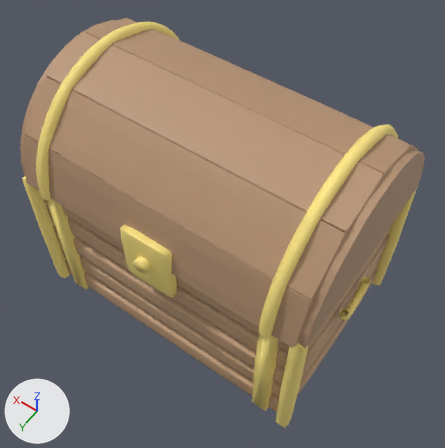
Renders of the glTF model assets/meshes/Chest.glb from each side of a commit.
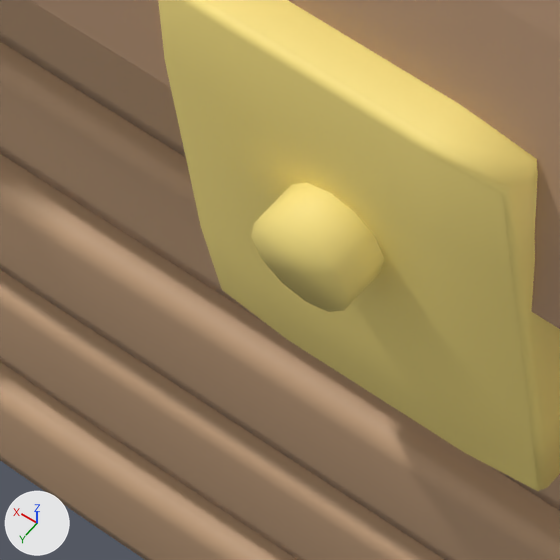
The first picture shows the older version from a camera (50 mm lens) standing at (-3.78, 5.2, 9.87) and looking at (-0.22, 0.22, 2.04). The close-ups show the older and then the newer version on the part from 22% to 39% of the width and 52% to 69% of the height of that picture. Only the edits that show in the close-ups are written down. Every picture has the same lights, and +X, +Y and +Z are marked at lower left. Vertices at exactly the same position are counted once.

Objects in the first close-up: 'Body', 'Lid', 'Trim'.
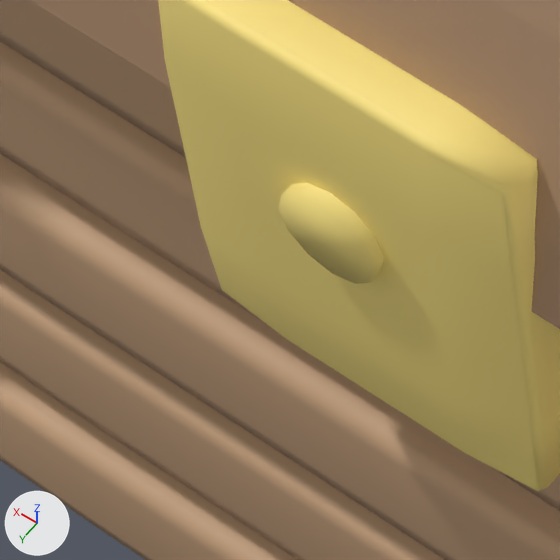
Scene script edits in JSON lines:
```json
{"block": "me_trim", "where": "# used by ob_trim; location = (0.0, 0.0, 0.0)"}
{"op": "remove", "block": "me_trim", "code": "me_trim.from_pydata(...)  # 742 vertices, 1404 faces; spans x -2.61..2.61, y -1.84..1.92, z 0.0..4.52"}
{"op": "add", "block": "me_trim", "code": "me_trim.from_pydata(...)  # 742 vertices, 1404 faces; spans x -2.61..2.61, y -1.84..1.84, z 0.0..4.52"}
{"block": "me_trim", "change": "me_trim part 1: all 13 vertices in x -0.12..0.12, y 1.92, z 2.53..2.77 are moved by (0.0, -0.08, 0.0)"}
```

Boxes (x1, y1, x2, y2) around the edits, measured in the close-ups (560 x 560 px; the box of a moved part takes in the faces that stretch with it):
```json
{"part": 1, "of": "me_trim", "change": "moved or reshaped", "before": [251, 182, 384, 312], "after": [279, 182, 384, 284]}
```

__________

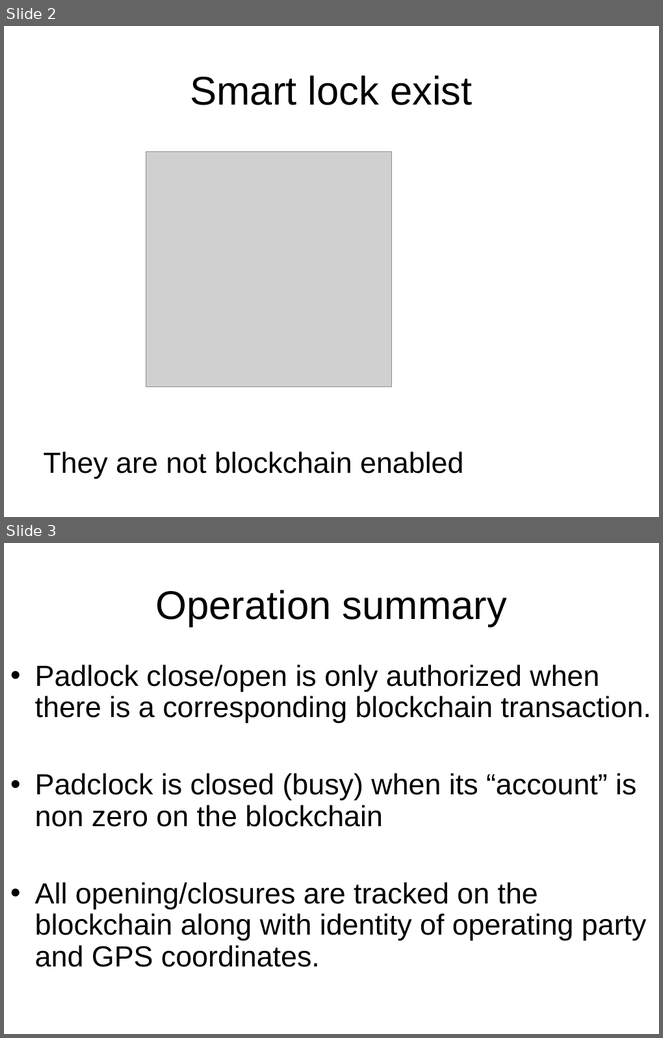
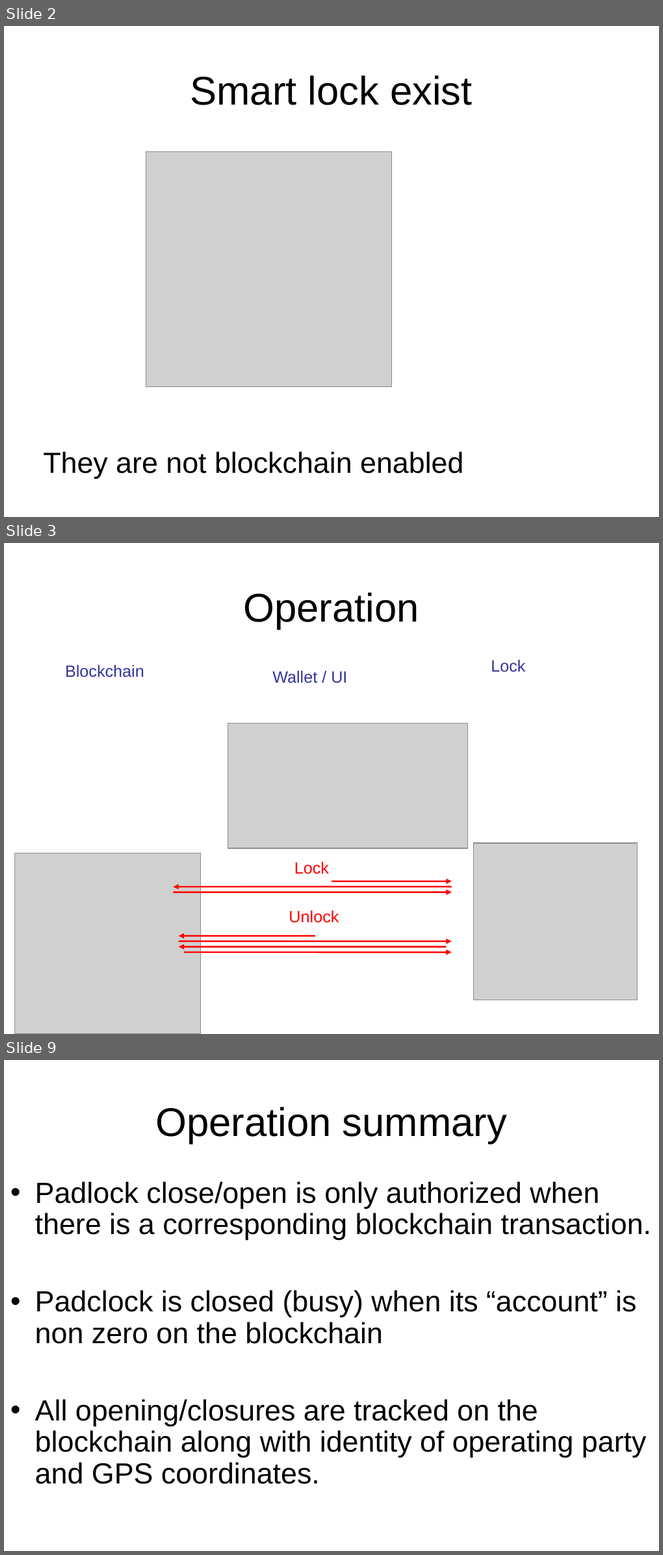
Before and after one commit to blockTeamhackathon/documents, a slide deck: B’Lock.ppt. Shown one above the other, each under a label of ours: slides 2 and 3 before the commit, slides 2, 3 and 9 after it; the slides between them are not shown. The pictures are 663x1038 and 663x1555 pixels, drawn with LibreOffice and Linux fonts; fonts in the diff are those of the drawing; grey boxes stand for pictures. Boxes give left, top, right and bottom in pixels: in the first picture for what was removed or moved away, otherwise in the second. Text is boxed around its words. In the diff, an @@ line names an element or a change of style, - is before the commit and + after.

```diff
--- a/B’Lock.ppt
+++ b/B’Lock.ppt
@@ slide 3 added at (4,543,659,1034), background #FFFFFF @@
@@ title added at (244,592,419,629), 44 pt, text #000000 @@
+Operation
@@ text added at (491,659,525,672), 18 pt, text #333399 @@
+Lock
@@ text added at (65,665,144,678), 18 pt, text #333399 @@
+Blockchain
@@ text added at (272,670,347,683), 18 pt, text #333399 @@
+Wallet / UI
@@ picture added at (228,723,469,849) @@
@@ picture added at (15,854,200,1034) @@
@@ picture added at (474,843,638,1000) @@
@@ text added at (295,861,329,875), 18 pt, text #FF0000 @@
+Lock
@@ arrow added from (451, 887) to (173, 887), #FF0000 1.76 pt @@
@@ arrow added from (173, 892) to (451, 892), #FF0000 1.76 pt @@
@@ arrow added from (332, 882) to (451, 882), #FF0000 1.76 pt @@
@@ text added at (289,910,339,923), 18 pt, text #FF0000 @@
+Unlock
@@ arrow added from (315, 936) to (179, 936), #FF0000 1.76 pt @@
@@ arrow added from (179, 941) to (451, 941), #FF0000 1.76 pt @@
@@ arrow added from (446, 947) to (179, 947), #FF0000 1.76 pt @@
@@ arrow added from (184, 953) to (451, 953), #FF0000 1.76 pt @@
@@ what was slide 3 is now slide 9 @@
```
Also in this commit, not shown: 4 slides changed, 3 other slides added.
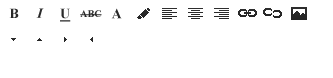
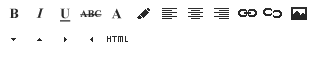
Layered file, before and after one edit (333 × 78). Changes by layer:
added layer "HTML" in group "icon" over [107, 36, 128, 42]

__________

What is expected: Look for the word "close" in every line of the listing and copy the lines that have it.

Written answer:
The first picture shows the older version from a camera (50 mm lens) standing at (-3.78, 5.2, 9.87) and looking at (-0.22, 0.22, 2.04). The close-ups show the older and then the newer version on the part from 22% to 39% of the width and 52% to 69% of the height of that picture. Only the edits that show in the close-ups are written down. Every picture has the same lights, and +X, +Y and +Z are marked at lower left. Vertices at exactly the same position are counted once.
Objects in the first close-up: 'Body', 'Lid', 'Trim'.
Boxes (x1, y1, x2, y2) around the edits, measured in the close-ups (560 x 560 px; the box of a moved part takes in the faces that stretch with it):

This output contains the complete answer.